Expanding the technology to a bigger-sized store seems like a logical next step for the web giant. But it remains to be seen how Amazon's test of cashier-less technology will perform on a bigger platform where it will need to factor in a host of challenges like more products and consumers, taller ceilings and unique display options. Implementing just-walk-out technology inside larger stores with all the equipment needed is also likely to be expensive. Yes, Amazon has deep pockets and is willing to experiment, but it won't move forward with anything that isn't truly scalable.
Amazon may have little choice, however, with competitors aiming to match and even surpass just-walk-out technology. Juniper Research estimates cashier-less transactions will reach $78 billion by 2022, up from an anticipated $9.8 billion in 2017. Similar to Amazon, several other ventures are entering the space, meaning the Seattle company can't afford to take its time. Zippin, which is focusing on smaller, c-store spaces, has already opened a test store of its own in San Francisco. Trigo Vision touts its ability to scale up to full-size grocery store dimensions, and Standard Cognition has announced plans to open a pilot cashierless store in San Francisco.
These technology companies are likely to partner with retail chains that compete with Whole Foods. While Amazon said it has no plans to bring this technology to Whole Foods that average about 40,000 square feet, it may be strategically downplaying the idea. Moreover, if the technology giant is in fact working on this technology for a bigger store it makes sense to introduce it to Whole Foods. Few, if any, retailers that compete with Amazon, like Walmart or Target, are going to be willing to help the grocer.

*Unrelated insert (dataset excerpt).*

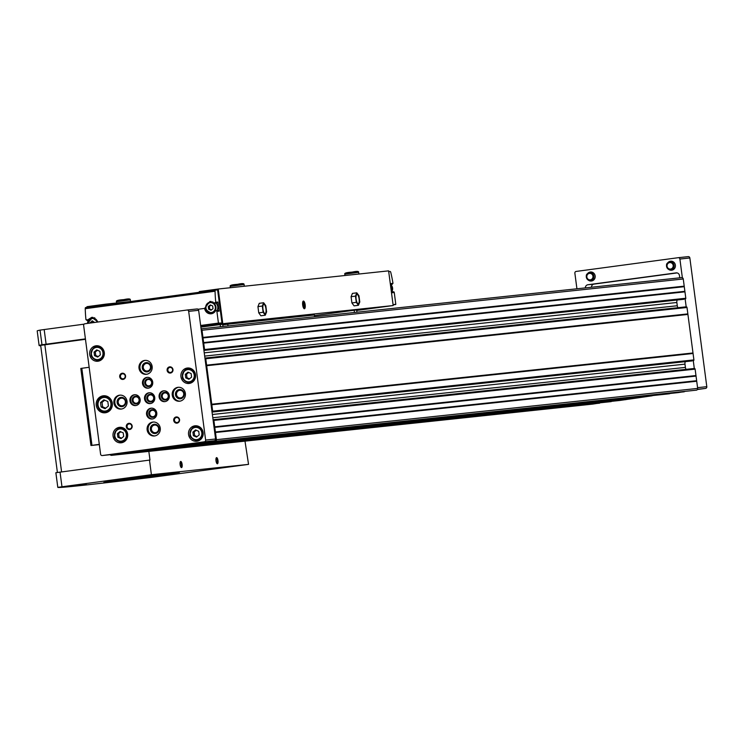 <?xml version="1.0" encoding="UTF-8"?>
<svg xmlns="http://www.w3.org/2000/svg" width="744" height="744" viewBox="0 0 744 744"><rect width="100%" height="100%" fill="white"/><g stroke="black" fill="none" stroke-linecap="round" stroke-linejoin="round"><path stroke-width="1.12" d="M110.196 454.696A1.553 1.469 -96.1 0 0 111.6 455.347L123.225 453.468L611.084 401.63A0.781 0.735 -96.1 0 0 611.568 401.332M592.773 404.094A1.553 1.469 -96.1 0 0 592.81 404.094L599.85 402.997M111.563 455.356L592.81 404.094A1.553 1.469 -96.1 0 0 592.847 404.085L111.6 455.347M123.774 453.71L129.828 452.891A0.781 0.735 -96.1 0 0 130.46 452.027L137.752 451.041A0.781 0.735 -96.1 0 0 138.561 451.72L619.817 400.458A0.781 0.735 -96.1 0 0 619.836 400.458L652.19 395.789M619.836 400.458L138.579 451.72A0.781 0.735 -96.1 0 0 138.579 451.72L181.573 445.619L669.423 393.781A0.781 0.735 -96.1 0 0 669.916 393.483M182.122 445.861L188.176 445.042A0.781 0.735 -96.1 0 0 188.799 444.177L196.1 443.192A0.781 0.735 -96.1 0 0 196.928 443.861L678.175 392.609A0.781 0.735 -96.1 0 0 678.175 392.609L684.452 391.614M196.928 443.861L207.827 442.085L696.412 390.154A1.553 1.469 -96.1 0 0 697.667 388.414L695.129 369.145A0.781 0.735 -96.1 0 0 694.301 368.475L693.287 360.766A0.781 0.735 -96.1 0 0 693.91 359.901L687.01 307.495A0.781 0.735 -96.1 0 0 686.182 306.826L685.168 299.116A0.781 0.735 -96.1 0 0 685.801 298.251L684.954 291.843L203.698 343.105L202.005 330.243A1.553 1.469 -96.1 0 0 201.103 329.006L198.639 310.304A1.553 1.469 -96.1 0 0 196.983 308.955L187.097 310.016M137.752 451.041L196.146 443.396M112.149 454.491A1.553 1.469 -96.1 0 0 112.223 454.482L137.807 451.245M208.376 442.327L215.156 441.415A1.553 1.469 -96.1 0 0 216.42 439.676L213.881 420.407A0.781 0.735 -96.1 0 0 213.072 419.737L212.031 412.027A0.781 0.735 -96.1 0 0 212.663 411.162L205.763 358.757A0.781 0.735 -96.1 0 0 204.935 358.087L201.103 329.006M684.006 299.274L203.921 350.405L683.987 299.274A0.781 0.735 -96.1 0 0 684.006 299.274L203.921 350.377A0.781 0.735 -96.1 0 0 204.544 349.513L203.698 343.105M692.078 360.933A0.781 0.735 -96.1 0 0 692.097 360.924L212.031 412.027L204.935 358.087M196.1 443.192L214.328 440.736A1.553 1.469 -96.1 0 0 215.583 438.997L213.044 419.737A0.781 0.735 -96.1 0 0 213.044 419.737L694.319 368.475M684.238 391.79L202.982 443.052M625.89 399.64L144.643 450.901M599.636 403.174L118.389 454.435M684.954 291.843L683.262 278.981A1.553 1.469 -96.1 0 0 681.597 277.633L201.075 328.82L681.634 277.633M684.201 286.152L202.954 337.413M687.856 313.894L206.609 365.155M693.073 353.493L211.817 404.755M695.975 375.553L214.718 426.814M696.719 381.244L215.472 432.506M123.448 453.57L118.854 454.063M626.355 399.268L145.108 450.529M208.05 442.187L203.447 442.671M696.356 380.742L215.109 432.004M695.752 376.12L214.505 427.382M685.298 361.649A4.659 4.418 -96.1 0 0 684.973 364.151L685.401 367.406A4.659 4.418 -96.1 0 0 686.089 369.349M692.097 360.924A0.781 0.735 -96.1 0 0 692.115 360.924L212.04 412.064L692.097 360.924M692.711 353L211.454 404.262M687.633 314.47L206.386 365.732M677.179 299.999A4.659 4.418 -96.1 0 0 676.854 302.501L677.282 305.756A4.659 4.418 -96.1 0 0 677.979 307.7M684.592 291.35L203.345 342.612M683.987 286.728L202.731 337.99M83.654 325.5L100.598 454.193A1.553 1.469 -96.1 0 0 102.263 455.542L204.368 441.797A1.553 1.469 -96.1 0 0 205.623 440.067L188.678 311.364A1.553 1.469 -96.1 0 0 187.014 310.025L84.909 323.761A1.553 1.469 -96.1 0 0 83.654 325.5M113.06 436.049A7.775 7.356 83.9 0 1 119.524 427.335A7.775 7.356 83.9 0 1 127.67 434.291A7.775 7.356 83.9 0 1 121.17 442.801A7.775 7.356 83.9 0 1 113.06 436.049M180.95 376.715A7.775 7.356 83.9 0 1 187.423 368.01A7.775 7.356 83.9 0 1 195.56 374.957A7.775 7.356 83.9 0 1 189.069 383.467A7.775 7.356 83.9 0 1 180.95 376.715M89.699 354.488A7.775 7.356 83.9 0 1 96.171 345.774A7.775 7.356 83.9 0 1 104.309 352.73A7.775 7.356 83.9 0 1 97.817 361.24A7.775 7.356 83.9 0 1 89.699 354.488M188.558 434.515A7.775 7.356 83.9 0 1 195.03 425.801A7.775 7.356 83.9 0 1 203.168 432.757A7.775 7.356 83.9 0 1 196.676 441.266A7.775 7.356 83.9 0 1 188.558 434.515M96.255 405.368A8.547 8.091 83.9 0 1 103.37 395.789A8.547 8.091 83.9 0 1 112.325 403.434A8.547 8.091 83.9 0 1 105.183 412.79A8.547 8.091 83.9 0 1 96.255 405.368M167.121 370.345A3.106 2.939 83.9 0 1 171.148 367.08A3.106 2.939 83.9 0 1 171.855 372.428A3.106 2.939 83.9 0 1 167.121 370.345M119.719 376.724A3.106 2.939 83.9 0 1 123.746 373.46A3.106 2.939 83.9 0 1 124.443 378.808A3.106 2.939 83.9 0 1 119.719 376.724M126.313 426.814A3.106 2.939 83.9 0 1 130.34 423.559A3.106 2.939 83.9 0 1 131.046 428.897A3.106 2.939 83.9 0 1 126.313 426.814M173.715 420.434A3.106 2.939 83.9 0 1 177.742 417.179A3.106 2.939 83.9 0 1 178.448 422.518A3.106 2.939 83.9 0 1 173.715 420.434M172.245 395.148A6.994 6.622 83.9 0 1 178.067 387.308A6.994 6.622 83.9 0 1 185.395 393.557A6.994 6.622 83.9 0 1 179.546 401.221A6.994 6.622 83.9 0 1 172.245 395.148M147.135 429.893A6.994 6.622 83.9 0 1 152.957 422.053A6.994 6.622 83.9 0 1 160.276 428.312A6.994 6.622 83.9 0 1 154.436 435.965A6.994 6.622 83.9 0 1 147.135 429.893M113.897 402.997A6.994 6.622 83.9 0 1 119.719 395.157A6.994 6.622 83.9 0 1 127.047 401.407A6.994 6.622 83.9 0 1 121.207 409.07A6.994 6.622 83.9 0 1 113.897 402.997M139.016 368.243A6.994 6.622 83.9 0 1 144.838 360.403A6.994 6.622 83.9 0 1 152.167 366.662A6.994 6.622 83.9 0 1 146.317 374.316A6.994 6.622 83.9 0 1 139.016 368.243M159.114 396.915A5.441 5.152 83.9 0 1 163.643 390.814A5.441 5.152 83.9 0 1 169.344 395.678A5.441 5.152 83.9 0 1 164.796 401.63A5.441 5.152 83.9 0 1 159.114 396.915M146.559 414.287A5.441 5.152 83.9 0 1 151.088 408.186A5.441 5.152 83.9 0 1 156.789 413.05A5.441 5.152 83.9 0 1 152.241 419.012A5.441 5.152 83.9 0 1 146.559 414.287M129.949 400.839A5.441 5.152 83.9 0 1 134.478 394.738A5.441 5.152 83.9 0 1 140.17 399.602A5.441 5.152 83.9 0 1 135.631 405.564A5.441 5.152 83.9 0 1 129.949 400.839M142.504 383.458A5.441 5.152 83.9 0 1 147.033 377.366A5.441 5.152 83.9 0 1 152.734 382.23A5.441 5.152 83.9 0 1 148.186 388.182A5.441 5.152 83.9 0 1 142.504 383.458M144.531 398.877A5.441 5.152 83.9 0 1 149.06 392.776A5.441 5.152 83.9 0 1 154.761 397.64A5.441 5.152 83.9 0 1 150.214 403.601A5.441 5.152 83.9 0 1 144.531 398.877M682.36 277.745L679.895 259.042A1.553 1.469 -96.1 0 0 678.268 257.694L576.126 271.439A1.553 1.469 -96.1 0 0 574.87 273.178L576.926 288.784M697.416 389.512L705.544 388.414A1.553 1.469 -96.1 0 0 706.8 386.675L689.855 257.982A1.553 1.469 -96.1 0 0 688.191 256.634L678.305 257.694M678.268 257.694A1.553 1.469 -96.1 0 0 678.23 257.694L688.237 256.634M588.337 280.135A4.548 4.306 -96.1 0 0 595.163 275.931A4.548 4.306 -96.1 0 0 587.63 273.513M668.558 269.337A4.548 4.306 -96.1 0 0 675.385 265.143A4.548 4.306 -96.1 0 0 667.852 262.716M679.765 277.828L679.467 275.568A3.106 2.939 -96.1 0 0 676.147 272.881L587.899 284.757A3.106 2.939 -96.1 0 0 585.361 287.891M610.266 281.855L605.253 282.478L610.266 281.855M661.314 274.982L656.301 275.615L661.314 274.982M677.124 272.918L594.028 284.106A3.106 2.939 -96.1 0 0 591.489 287.231M150.613 403.536A5.441 5.152 83.9 0 1 149.46 392.748M146.791 398.589A3.887 3.683 83.9 0 1 151.813 394.515A3.887 3.683 83.9 0 1 152.697 401.193A3.887 3.683 83.9 0 1 146.791 398.589M147.638 398.486A3.218 3.041 83.9 0 1 150.307 394.887A3.218 3.041 83.9 0 1 153.673 397.752A3.218 3.041 83.9 0 1 150.986 401.276A3.218 3.041 83.9 0 1 147.638 398.486M148.577 388.126A5.441 5.152 83.9 0 1 147.433 377.338M144.755 383.179A3.887 3.683 83.9 0 1 149.786 379.105A3.887 3.683 83.9 0 1 150.669 385.783A3.887 3.683 83.9 0 1 144.755 383.179M145.601 383.067A3.218 3.041 83.9 0 1 148.279 379.468A3.218 3.041 83.9 0 1 151.646 382.342A3.218 3.041 83.9 0 1 148.958 385.857A3.218 3.041 83.9 0 1 145.601 383.067M136.022 405.499A5.441 5.152 83.9 0 1 134.878 394.711M132.2 400.551A3.887 3.683 83.9 0 1 137.231 396.478A3.887 3.683 83.9 0 1 138.114 403.155A3.887 3.683 83.9 0 1 132.2 400.551M133.046 400.449A3.218 3.041 83.9 0 1 135.724 396.85A3.218 3.041 83.9 0 1 139.091 399.723A3.218 3.041 83.9 0 1 136.403 403.239A3.218 3.041 83.9 0 1 133.046 400.449M152.641 418.946A5.441 5.152 83.9 0 1 151.488 408.158M148.819 414.008A3.887 3.683 83.9 0 1 153.85 409.935A3.887 3.683 83.9 0 1 154.724 416.603A3.887 3.683 83.9 0 1 148.819 414.008M149.665 413.897A3.218 3.041 83.9 0 1 152.334 410.297A3.218 3.041 83.9 0 1 155.701 413.171A3.218 3.041 83.9 0 1 153.022 416.687A3.218 3.041 83.9 0 1 149.665 413.897M165.196 401.574A5.441 5.152 83.9 0 1 164.043 390.786M161.374 396.626A3.887 3.683 83.9 0 1 166.405 392.553A3.887 3.683 83.9 0 1 167.279 399.23A3.887 3.683 83.9 0 1 161.374 396.626M162.22 396.524A3.218 3.041 83.9 0 1 164.898 392.916A3.218 3.041 83.9 0 1 168.265 395.789A3.218 3.041 83.9 0 1 165.577 399.314A3.218 3.041 83.9 0 1 162.22 396.524M146.838 374.241A6.994 6.622 83.9 0 1 145.359 360.366M142.253 367.834A4.659 4.418 83.9 0 1 148.288 362.951A4.659 4.418 83.9 0 1 149.339 370.958A4.659 4.418 83.9 0 1 142.253 367.834M143.304 367.703A3.822 3.618 83.9 0 1 146.494 363.416A3.822 3.618 83.9 0 1 150.493 366.839A3.822 3.618 83.9 0 1 147.303 371.024A3.822 3.618 83.9 0 1 143.304 367.703M121.728 408.995A6.994 6.622 83.9 0 1 120.249 395.12M117.134 402.588A4.659 4.418 83.9 0 1 123.169 397.705A4.659 4.418 83.9 0 1 124.229 405.713A4.659 4.418 83.9 0 1 117.134 402.588M118.194 402.458A3.822 3.618 83.9 0 1 121.374 398.17A3.822 3.618 83.9 0 1 125.383 401.593A3.822 3.618 83.9 0 1 122.183 405.768A3.822 3.618 83.9 0 1 118.194 402.458M154.957 435.891A6.994 6.622 83.9 0 1 153.478 422.025M150.362 429.493A4.659 4.418 83.9 0 1 156.398 424.601A4.659 4.418 83.9 0 1 157.458 432.608A4.659 4.418 83.9 0 1 150.362 429.493M151.423 429.353A3.822 3.618 83.9 0 1 154.603 425.075A3.822 3.618 83.9 0 1 158.612 428.488A3.822 3.618 83.9 0 1 155.412 432.673A3.822 3.618 83.9 0 1 151.423 429.353M180.067 401.137A6.994 6.622 83.9 0 1 178.597 387.271M175.482 394.738A4.659 4.418 83.9 0 1 181.517 389.847A4.659 4.418 83.9 0 1 182.568 397.863A4.659 4.418 83.9 0 1 175.482 394.738M176.542 394.599A3.822 3.618 83.9 0 1 179.722 390.321A3.822 3.618 83.9 0 1 183.722 393.734A3.822 3.618 83.9 0 1 180.532 397.919A3.822 3.618 83.9 0 1 176.542 394.599M174.459 420.341A2.52 2.39 83.9 0 1 176.56 417.514A2.52 2.39 83.9 0 1 179.202 419.774A2.52 2.39 83.9 0 1 177.091 422.527A2.52 2.39 83.9 0 1 174.459 420.341M127.057 426.721A2.52 2.39 83.9 0 1 129.149 423.894A2.52 2.39 83.9 0 1 131.79 426.145A2.52 2.39 83.9 0 1 129.689 428.907A2.52 2.39 83.9 0 1 127.057 426.721M120.463 376.631A2.52 2.39 83.9 0 1 122.555 373.804A2.52 2.39 83.9 0 1 125.197 376.055A2.52 2.39 83.9 0 1 123.095 378.817A2.52 2.39 83.9 0 1 120.463 376.631M167.865 370.252A2.52 2.39 83.9 0 1 169.967 367.424A2.52 2.39 83.9 0 1 172.599 369.675A2.52 2.39 83.9 0 1 170.497 372.437A2.52 2.39 83.9 0 1 167.865 370.252M103.211 396.626A8.547 8.091 83.9 0 1 104.978 395.789M106.755 412.455A8.547 8.091 83.9 0 1 104.848 412.009M108.457 411.664A7.775 7.356 83.9 0 1 108.289 411.683L105.592 411.971C101.221 412.046 98.496 409.805 97.427 405.22C97.659 399.891 99.826 396.989 103.946 396.506A7.775 7.356 83.9 0 1 112.093 403.462A7.775 7.356 83.9 0 1 105.592 411.971A7.775 7.356 83.9 0 1 97.483 405.22A7.775 7.356 83.9 0 1 103.946 396.506L106.643 396.227A7.775 7.356 83.9 0 1 106.811 396.208M103.89 399.816L100.533 402.532L101.119 406.987L105.062 408.716L108.41 406.001L107.824 401.555L103.89 399.816M104.727 400.188L102.03 402.374L102.616 406.829L101.119 406.987M102.03 402.374L100.533 402.532M102.616 406.829L105.713 408.186M193.542 427.484A7.775 7.356 83.9 0 1 196.388 425.791M198.006 440.987A7.775 7.356 83.9 0 1 194.872 439.937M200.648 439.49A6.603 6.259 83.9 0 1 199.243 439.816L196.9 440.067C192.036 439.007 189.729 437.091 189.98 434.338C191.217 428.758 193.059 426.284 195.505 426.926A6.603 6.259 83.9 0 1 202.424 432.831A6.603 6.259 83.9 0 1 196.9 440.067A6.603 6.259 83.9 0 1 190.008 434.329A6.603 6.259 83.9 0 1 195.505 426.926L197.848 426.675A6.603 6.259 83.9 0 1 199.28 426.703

Shorr Packaging found 75% of consumers would be interested in shopping at an Amazon Go store if one were located nearby. It's possible the tech-savvy consumer knows what to expect at Amazon Go because that's what is was created for, but whether they would be willing to embrace a similar tactic at Whole Foods is far from certain. This also cuts to the central tension between Whole Foods' specialty roots and the mainstream ambitions Amazon clearly has for the chain. Whole Foods, at its core, is meant to be an experiential store experience — not a quick, get-in-get-out trip.
Retail stores have long touted customer service as giving them an advantage as more people move online. Shoppers needing help getting roast beef sliced to a certain thickness, a melon of a specific size or finding a variety of cheese may be less willing to abandon the customer engagement that makes a brick-and-mortar store so appealing. Amazon may find that many Whole Foods customers, especially an older audience, will be reluctant to give cashier-less stores a try.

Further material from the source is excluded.